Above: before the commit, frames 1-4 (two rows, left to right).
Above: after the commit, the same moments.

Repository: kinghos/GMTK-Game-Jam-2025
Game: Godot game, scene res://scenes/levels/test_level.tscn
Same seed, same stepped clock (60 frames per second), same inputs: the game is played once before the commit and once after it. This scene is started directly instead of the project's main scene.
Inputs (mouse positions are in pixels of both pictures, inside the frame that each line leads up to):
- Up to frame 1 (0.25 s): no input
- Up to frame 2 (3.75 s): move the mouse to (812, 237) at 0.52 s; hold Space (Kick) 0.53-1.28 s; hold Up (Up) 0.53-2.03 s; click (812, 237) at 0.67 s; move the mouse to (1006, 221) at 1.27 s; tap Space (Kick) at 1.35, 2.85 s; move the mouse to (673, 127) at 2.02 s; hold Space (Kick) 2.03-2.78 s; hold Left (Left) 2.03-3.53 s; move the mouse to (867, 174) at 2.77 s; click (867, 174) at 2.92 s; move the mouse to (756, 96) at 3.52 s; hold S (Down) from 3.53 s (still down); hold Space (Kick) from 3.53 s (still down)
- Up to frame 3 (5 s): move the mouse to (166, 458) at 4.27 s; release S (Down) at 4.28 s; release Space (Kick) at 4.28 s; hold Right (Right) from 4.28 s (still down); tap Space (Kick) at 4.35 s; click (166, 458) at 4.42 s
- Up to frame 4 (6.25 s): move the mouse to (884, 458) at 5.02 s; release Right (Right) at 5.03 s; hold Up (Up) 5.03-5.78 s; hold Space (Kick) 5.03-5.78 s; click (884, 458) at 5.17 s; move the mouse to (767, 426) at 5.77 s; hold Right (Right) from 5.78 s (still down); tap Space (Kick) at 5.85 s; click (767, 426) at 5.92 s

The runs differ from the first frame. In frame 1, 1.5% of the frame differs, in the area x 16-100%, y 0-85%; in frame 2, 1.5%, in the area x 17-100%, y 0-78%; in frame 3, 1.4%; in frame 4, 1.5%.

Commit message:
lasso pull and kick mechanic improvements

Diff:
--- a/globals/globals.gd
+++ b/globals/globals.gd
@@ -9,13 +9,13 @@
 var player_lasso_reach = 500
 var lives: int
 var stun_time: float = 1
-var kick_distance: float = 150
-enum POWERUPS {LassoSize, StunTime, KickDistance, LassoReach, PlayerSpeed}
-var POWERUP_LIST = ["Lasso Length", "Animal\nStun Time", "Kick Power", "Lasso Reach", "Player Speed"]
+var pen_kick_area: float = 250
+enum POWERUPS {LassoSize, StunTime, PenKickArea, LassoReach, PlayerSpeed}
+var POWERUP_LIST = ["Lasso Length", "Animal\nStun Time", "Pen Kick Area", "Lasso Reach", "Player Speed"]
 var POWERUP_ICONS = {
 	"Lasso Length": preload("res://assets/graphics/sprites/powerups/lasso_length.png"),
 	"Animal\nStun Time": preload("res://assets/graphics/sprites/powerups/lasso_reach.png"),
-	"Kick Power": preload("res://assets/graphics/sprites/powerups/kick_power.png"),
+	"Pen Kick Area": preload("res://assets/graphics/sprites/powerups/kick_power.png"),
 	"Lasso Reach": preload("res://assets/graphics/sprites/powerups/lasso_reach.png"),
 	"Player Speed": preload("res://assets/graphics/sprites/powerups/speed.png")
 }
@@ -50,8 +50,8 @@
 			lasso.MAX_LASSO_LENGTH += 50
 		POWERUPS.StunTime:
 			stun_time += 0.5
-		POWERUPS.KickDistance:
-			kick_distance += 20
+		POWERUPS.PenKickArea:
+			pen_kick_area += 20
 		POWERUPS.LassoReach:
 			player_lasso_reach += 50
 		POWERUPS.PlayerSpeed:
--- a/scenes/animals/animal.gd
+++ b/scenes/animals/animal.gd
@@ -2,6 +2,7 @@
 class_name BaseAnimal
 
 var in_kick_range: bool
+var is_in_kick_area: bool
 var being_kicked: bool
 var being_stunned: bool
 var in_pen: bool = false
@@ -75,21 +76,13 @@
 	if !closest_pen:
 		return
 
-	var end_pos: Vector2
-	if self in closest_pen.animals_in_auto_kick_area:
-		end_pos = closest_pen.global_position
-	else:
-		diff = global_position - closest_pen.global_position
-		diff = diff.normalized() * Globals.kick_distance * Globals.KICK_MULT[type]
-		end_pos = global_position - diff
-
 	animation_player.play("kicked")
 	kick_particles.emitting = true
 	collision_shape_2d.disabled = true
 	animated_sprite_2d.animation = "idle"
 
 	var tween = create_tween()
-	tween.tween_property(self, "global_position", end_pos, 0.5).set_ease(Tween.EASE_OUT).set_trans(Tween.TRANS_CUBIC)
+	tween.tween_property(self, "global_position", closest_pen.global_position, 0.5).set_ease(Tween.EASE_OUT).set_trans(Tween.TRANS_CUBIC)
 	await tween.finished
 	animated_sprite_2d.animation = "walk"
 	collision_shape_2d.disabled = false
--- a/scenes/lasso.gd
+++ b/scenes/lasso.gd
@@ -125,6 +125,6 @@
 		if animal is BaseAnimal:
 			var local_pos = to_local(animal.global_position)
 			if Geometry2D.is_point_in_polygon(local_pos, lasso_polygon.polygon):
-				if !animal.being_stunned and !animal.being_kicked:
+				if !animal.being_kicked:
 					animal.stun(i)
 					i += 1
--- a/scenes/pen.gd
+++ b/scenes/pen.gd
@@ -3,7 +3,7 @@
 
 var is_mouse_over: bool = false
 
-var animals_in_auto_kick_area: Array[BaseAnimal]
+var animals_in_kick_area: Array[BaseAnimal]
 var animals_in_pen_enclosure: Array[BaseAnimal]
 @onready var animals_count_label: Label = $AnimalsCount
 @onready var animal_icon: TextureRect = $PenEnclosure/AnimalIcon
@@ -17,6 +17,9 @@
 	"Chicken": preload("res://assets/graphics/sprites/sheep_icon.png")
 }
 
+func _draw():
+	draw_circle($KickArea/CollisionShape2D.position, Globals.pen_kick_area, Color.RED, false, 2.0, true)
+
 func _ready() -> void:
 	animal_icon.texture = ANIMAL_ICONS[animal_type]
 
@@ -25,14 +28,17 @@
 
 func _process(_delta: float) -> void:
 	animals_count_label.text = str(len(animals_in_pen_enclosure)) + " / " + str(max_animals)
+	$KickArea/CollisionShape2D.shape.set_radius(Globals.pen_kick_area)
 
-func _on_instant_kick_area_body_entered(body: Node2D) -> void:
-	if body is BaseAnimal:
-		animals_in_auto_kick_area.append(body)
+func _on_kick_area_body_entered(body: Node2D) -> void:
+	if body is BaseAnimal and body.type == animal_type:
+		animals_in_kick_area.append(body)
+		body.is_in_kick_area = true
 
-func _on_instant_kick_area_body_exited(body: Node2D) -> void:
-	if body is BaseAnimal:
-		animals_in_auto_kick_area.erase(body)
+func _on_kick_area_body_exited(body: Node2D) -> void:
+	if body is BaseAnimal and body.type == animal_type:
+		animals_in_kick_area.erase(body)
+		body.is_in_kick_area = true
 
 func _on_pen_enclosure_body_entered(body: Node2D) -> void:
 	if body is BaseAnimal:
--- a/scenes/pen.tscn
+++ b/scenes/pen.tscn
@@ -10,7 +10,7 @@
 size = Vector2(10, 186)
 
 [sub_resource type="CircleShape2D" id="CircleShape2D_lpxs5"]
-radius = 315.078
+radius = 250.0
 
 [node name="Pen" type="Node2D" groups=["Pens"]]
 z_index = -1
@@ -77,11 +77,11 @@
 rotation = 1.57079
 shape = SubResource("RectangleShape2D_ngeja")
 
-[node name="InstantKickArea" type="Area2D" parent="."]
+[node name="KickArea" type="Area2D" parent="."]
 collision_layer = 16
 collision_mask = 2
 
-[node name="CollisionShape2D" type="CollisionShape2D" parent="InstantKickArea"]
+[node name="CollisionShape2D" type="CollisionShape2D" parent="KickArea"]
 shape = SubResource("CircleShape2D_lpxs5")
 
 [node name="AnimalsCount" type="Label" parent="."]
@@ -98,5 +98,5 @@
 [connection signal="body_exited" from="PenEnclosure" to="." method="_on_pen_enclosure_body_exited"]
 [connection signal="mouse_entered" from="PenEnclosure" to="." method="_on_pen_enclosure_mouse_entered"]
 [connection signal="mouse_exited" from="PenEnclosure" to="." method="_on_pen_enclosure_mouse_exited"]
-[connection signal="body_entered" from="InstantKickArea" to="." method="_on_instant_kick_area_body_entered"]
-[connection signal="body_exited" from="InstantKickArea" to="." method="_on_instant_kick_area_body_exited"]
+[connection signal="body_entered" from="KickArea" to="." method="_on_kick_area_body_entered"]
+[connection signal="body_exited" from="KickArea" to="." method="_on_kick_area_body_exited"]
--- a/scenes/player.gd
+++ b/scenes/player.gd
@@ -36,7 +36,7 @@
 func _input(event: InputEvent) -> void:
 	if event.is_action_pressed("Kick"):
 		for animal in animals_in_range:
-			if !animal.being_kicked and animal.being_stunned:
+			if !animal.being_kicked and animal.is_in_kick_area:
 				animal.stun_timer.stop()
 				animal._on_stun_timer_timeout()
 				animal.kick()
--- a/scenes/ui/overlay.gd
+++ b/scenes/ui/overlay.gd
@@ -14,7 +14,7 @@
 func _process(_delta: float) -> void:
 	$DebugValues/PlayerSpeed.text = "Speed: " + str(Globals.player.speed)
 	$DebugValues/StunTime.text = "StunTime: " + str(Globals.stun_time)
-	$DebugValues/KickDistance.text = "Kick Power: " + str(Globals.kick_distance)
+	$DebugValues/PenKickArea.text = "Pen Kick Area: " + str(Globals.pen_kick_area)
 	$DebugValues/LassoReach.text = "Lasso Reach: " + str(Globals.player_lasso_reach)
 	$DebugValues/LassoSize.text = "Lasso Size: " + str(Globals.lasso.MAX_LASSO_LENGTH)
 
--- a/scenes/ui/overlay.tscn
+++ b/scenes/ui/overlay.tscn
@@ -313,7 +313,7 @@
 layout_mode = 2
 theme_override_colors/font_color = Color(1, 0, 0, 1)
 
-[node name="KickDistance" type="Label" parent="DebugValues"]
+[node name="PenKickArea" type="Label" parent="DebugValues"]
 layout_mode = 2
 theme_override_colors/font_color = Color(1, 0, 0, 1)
::::
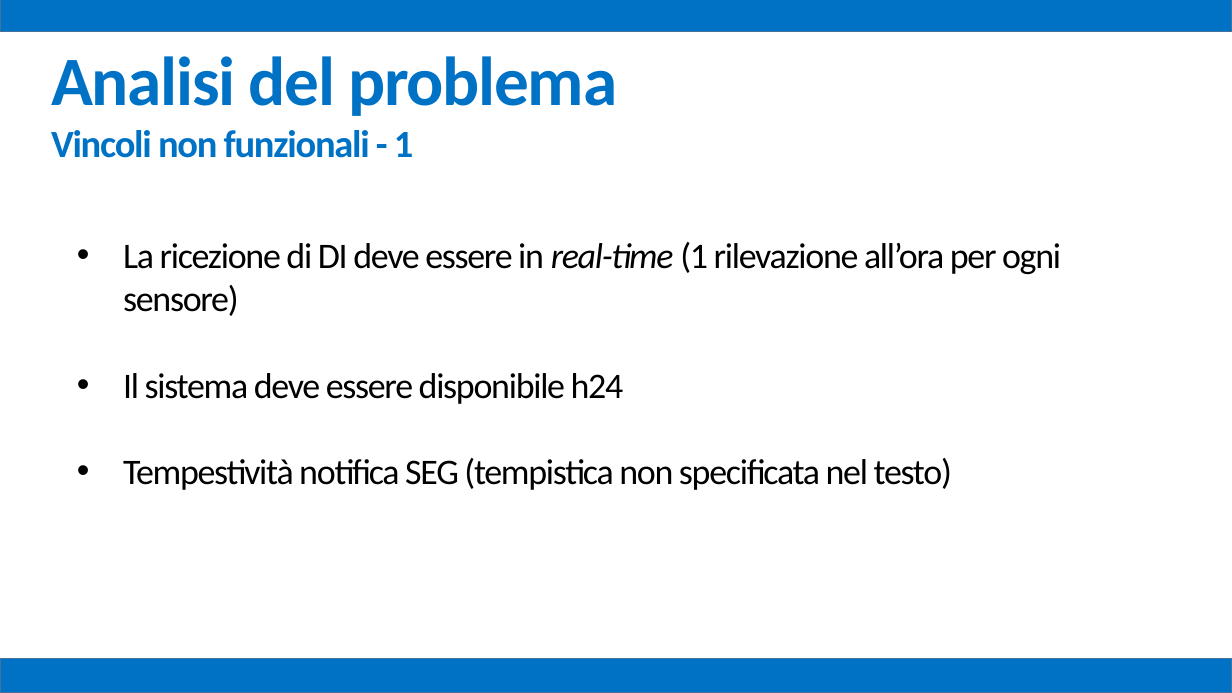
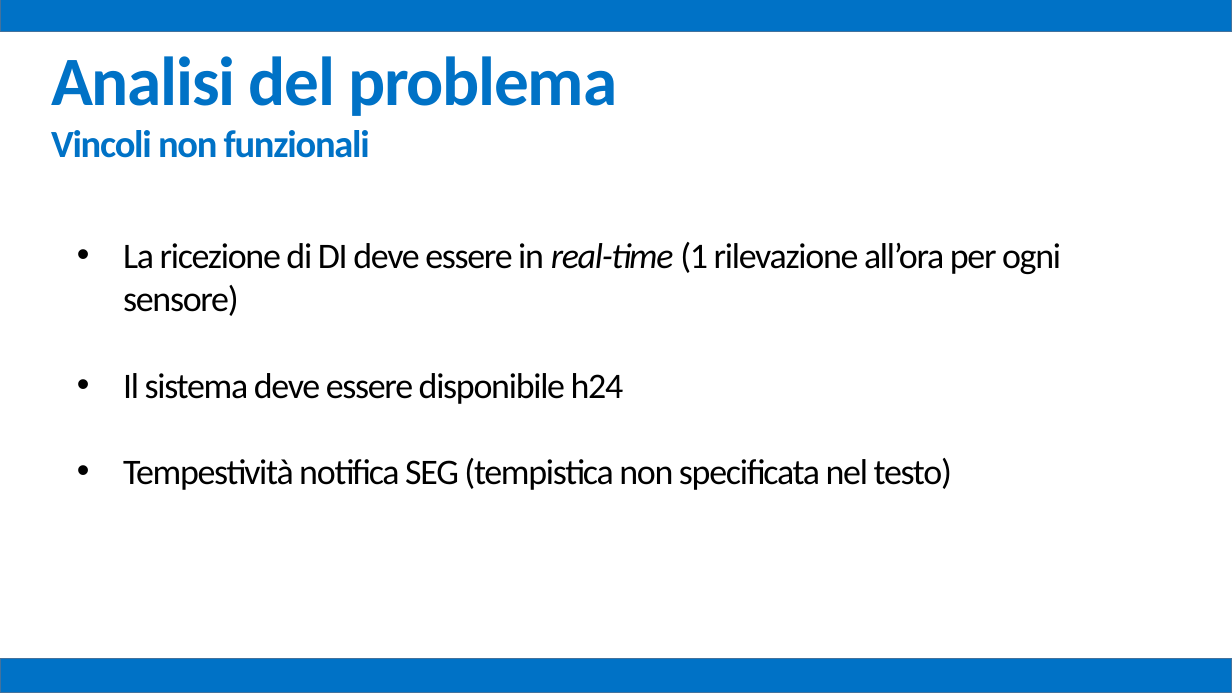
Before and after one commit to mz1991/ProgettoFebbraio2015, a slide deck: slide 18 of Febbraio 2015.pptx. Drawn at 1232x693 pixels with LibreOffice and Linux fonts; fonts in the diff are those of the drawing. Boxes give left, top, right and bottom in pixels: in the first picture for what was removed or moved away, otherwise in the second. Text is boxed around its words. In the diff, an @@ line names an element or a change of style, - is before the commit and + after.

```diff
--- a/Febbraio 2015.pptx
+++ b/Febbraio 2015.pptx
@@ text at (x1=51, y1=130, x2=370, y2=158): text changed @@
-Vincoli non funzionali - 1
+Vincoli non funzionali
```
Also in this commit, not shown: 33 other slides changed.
::::
For the listing above, print only the lines starting at the line containing "Above: before the" and ending at the line containing "- Up to frame 2", exactly, both included.

Response:
Above: before the commit, frames 1-4 (two rows, left to right).
Above: after the commit, the same moments.

Repository: kinghos/GMTK-Game-Jam-2025
Game: Godot game, scene res://scenes/levels/test_level.tscn
Same seed, same stepped clock (60 frames per second), same inputs: the game is played once before the commit and once after it. This scene is started directly instead of the project's main scene.
Inputs (mouse positions are in pixels of both pictures, inside the frame that each line leads up to):
- Up to frame 1 (0.25 s): no input
- Up to frame 2 (3.75 s): move the mouse to (812, 237) at 0.52 s; hold Space (Kick) 0.53-1.28 s; hold Up (Up) 0.53-2.03 s; click (812, 237) at 0.67 s; move the mouse to (1006, 221) at 1.27 s; tap Space (Kick) at 1.35, 2.85 s; move the mouse to (673, 127) at 2.02 s; hold Space (Kick) 2.03-2.78 s; hold Left (Left) 2.03-3.53 s; move the mouse to (867, 174) at 2.77 s; click (867, 174) at 2.92 s; move the mouse to (756, 96) at 3.52 s; hold S (Down) from 3.53 s (still down); hold Space (Kick) from 3.53 s (still down)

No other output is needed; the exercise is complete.